# Mt Brewery-now Open!



## beersom (18/12/08)

Brewers, beer lovers.
We are finally open!
After 18 months of work we decided yesterday morning to go for it and open the doors.... no fanfare .... we just opened.
So for those who have been wondering and waiting.... the time has come, there is still much work ahead of us but now at least you can all come and see (and taste ) the results.


oh and if you pop in....... make sure you say hi.


.......(i seem to really like dots today..... perhaps it is the lack of sleep)...........


----------



## FNQ Bunyip (18/12/08)

Congrats , best wishes.... (a few dots)....wish I was closer would definatly drop in , was lucky too get a sample of your beers at the swap , cheers ...

all the best 
bunyip


----------



## microbe (18/12/08)

Congratulations! I'm not too far from Tamborine and I drive over the mountain at least once a month or so. What is your address that I may purchase some tasty samples?

Cheers,

microbe


----------



## raven19 (18/12/08)

Beersom, Congrats fristly.

Do you have a web page link at all?

I would like to read up more on your beer stlyes, setup, etc...

Cheers. :icon_cheers:


----------



## bonj (18/12/08)

Fantastic news, Ian!

I will be popping in at some point, no doubt. We have been eagerly awaiting the opening. What days are you usually there? We tend to head up the 
mountain on weekends.... And I'm a serial dot abuser too....


----------



## beersom (18/12/08)

Bonj said:


> Fantastic news, Ian!
> 
> I will be popping in at some point, no doubt. We have been eagerly awaiting the opening. What days are you usually there? We tend to head up the
> mountain on weekends.... And I'm a serial dot abuser too....

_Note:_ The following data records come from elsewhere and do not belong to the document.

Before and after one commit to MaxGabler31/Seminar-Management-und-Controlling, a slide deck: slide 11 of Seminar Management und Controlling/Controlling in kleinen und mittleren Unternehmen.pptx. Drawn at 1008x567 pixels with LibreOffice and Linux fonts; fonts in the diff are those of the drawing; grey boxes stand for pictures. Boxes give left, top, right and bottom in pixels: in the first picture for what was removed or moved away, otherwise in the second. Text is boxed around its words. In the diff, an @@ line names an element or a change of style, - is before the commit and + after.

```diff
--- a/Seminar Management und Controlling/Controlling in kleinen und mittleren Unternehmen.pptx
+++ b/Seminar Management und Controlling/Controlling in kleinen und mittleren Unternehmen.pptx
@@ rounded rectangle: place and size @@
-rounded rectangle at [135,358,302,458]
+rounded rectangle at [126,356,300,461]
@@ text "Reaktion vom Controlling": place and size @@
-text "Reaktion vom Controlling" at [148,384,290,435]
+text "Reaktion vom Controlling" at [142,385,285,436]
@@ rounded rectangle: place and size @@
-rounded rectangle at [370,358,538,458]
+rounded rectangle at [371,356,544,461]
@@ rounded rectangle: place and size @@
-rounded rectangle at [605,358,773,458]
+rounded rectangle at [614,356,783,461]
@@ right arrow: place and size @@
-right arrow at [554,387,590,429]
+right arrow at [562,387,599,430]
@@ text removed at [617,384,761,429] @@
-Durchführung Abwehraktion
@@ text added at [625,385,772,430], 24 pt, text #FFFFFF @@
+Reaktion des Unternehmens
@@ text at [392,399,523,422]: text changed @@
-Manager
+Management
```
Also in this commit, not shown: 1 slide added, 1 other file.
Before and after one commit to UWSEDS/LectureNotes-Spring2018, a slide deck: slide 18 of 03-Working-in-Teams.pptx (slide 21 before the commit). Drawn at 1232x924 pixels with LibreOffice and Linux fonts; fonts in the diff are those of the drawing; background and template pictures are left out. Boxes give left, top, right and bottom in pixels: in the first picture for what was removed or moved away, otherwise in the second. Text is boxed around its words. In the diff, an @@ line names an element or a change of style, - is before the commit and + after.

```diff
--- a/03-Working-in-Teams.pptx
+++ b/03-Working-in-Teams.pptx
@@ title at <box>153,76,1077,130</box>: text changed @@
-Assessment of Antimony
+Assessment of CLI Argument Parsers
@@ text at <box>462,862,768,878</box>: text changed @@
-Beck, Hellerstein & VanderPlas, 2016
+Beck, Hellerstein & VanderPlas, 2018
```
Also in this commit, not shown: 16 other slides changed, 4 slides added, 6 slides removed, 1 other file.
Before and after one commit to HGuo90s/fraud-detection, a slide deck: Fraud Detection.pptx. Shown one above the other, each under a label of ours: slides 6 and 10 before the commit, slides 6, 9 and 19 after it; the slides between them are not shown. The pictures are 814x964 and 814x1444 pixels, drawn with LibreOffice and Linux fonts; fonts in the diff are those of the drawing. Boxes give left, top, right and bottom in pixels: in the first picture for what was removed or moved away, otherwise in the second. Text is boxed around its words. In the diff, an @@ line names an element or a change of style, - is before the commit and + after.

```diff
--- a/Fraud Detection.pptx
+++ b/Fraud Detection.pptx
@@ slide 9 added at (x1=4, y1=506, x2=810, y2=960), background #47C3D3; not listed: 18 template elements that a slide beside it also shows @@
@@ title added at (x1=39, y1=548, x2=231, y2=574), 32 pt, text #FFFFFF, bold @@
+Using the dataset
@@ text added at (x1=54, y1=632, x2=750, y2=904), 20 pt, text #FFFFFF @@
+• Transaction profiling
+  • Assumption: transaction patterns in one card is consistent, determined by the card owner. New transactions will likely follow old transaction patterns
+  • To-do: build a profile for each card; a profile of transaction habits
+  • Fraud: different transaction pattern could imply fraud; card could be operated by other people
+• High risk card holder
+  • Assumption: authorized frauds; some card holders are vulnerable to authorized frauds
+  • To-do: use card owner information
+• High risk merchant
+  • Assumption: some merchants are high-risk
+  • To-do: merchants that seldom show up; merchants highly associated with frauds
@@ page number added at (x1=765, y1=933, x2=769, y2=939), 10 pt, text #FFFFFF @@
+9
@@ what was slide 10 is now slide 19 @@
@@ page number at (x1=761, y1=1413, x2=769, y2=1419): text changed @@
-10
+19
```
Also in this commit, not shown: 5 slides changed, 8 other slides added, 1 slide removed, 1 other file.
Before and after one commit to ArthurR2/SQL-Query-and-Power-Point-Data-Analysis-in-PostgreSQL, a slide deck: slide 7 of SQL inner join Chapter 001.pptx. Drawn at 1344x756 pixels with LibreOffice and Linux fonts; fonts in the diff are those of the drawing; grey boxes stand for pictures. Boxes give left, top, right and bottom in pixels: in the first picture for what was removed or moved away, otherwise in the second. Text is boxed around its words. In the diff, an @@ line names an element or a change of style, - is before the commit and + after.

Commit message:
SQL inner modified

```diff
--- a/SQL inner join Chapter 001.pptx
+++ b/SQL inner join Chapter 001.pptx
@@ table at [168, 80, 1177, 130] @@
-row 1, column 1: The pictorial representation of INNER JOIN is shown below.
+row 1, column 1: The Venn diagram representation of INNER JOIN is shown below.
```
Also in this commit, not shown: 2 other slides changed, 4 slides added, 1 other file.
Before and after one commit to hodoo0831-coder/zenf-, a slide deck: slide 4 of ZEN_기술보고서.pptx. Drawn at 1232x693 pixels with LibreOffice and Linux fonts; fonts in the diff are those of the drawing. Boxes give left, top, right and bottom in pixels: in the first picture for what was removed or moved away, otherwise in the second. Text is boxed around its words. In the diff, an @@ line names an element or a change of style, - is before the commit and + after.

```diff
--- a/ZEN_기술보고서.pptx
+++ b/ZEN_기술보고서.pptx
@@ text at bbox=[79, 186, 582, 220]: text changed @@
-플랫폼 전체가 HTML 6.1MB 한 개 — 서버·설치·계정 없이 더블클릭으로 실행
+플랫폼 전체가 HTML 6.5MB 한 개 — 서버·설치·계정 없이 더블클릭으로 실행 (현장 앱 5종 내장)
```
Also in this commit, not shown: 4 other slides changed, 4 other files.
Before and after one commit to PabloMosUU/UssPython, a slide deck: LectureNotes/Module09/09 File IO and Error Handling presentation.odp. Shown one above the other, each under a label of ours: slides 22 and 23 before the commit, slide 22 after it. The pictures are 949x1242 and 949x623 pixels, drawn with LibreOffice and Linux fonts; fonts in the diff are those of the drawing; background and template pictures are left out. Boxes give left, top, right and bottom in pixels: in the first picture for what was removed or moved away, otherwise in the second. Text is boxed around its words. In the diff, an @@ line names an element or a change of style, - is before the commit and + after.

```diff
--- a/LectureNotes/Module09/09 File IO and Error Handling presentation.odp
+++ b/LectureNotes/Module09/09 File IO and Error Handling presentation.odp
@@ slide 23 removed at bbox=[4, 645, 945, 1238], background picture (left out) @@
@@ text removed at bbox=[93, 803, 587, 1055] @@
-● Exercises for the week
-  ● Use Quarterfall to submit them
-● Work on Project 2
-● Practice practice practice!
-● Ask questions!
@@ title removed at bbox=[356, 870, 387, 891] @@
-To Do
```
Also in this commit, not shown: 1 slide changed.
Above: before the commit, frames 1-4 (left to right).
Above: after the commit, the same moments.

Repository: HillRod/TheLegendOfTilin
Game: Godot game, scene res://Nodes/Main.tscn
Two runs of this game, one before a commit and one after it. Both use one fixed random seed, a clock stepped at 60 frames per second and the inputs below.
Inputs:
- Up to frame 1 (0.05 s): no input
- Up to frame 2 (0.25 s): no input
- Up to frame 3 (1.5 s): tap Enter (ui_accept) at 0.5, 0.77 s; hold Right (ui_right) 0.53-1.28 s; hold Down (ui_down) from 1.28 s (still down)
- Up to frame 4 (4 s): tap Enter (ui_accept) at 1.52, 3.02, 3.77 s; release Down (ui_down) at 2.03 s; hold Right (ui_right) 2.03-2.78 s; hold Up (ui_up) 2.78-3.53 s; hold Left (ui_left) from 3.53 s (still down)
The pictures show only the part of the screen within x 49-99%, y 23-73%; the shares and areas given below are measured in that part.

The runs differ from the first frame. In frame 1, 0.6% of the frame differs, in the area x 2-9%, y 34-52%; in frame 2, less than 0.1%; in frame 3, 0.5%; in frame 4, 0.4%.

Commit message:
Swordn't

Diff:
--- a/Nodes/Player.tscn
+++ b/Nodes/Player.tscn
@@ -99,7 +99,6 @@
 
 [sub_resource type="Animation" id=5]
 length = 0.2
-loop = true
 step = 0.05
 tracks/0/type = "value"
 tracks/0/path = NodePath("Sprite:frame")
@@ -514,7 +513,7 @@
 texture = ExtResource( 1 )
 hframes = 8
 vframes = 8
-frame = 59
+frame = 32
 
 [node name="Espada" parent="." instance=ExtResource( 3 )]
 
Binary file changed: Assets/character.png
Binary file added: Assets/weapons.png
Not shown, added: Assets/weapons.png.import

..... I'm here 7 days a week for the next few months.....

web addy is www.mtbeer.com - its just a rough site at the moment, we have been working on the actual before the virtual
physical addy is 165 Long road Eagle Heights... basically at the end (or start) of gallery walk).................................................................


----------



## bonj (18/12/08)

beersom said:


> ..... I'm here 7 days a week for the next few months.....
> 
> web addy is www.mtbeer.com - its just a rough site at the moment, we have been working on the actual before the virtual
> physical addy is 165 Long road Eagle Heights... basically at the end (or start) of gallery walk).................................................................



Cool, I'll pop in and say Hi.

Yeah, I've been past the spot quite a few times. The girls at the cheese place know us because we're in there so often.


----------



## Supra-Jim (18/12/08)

Very nice looking setup. Pity i'm so far away.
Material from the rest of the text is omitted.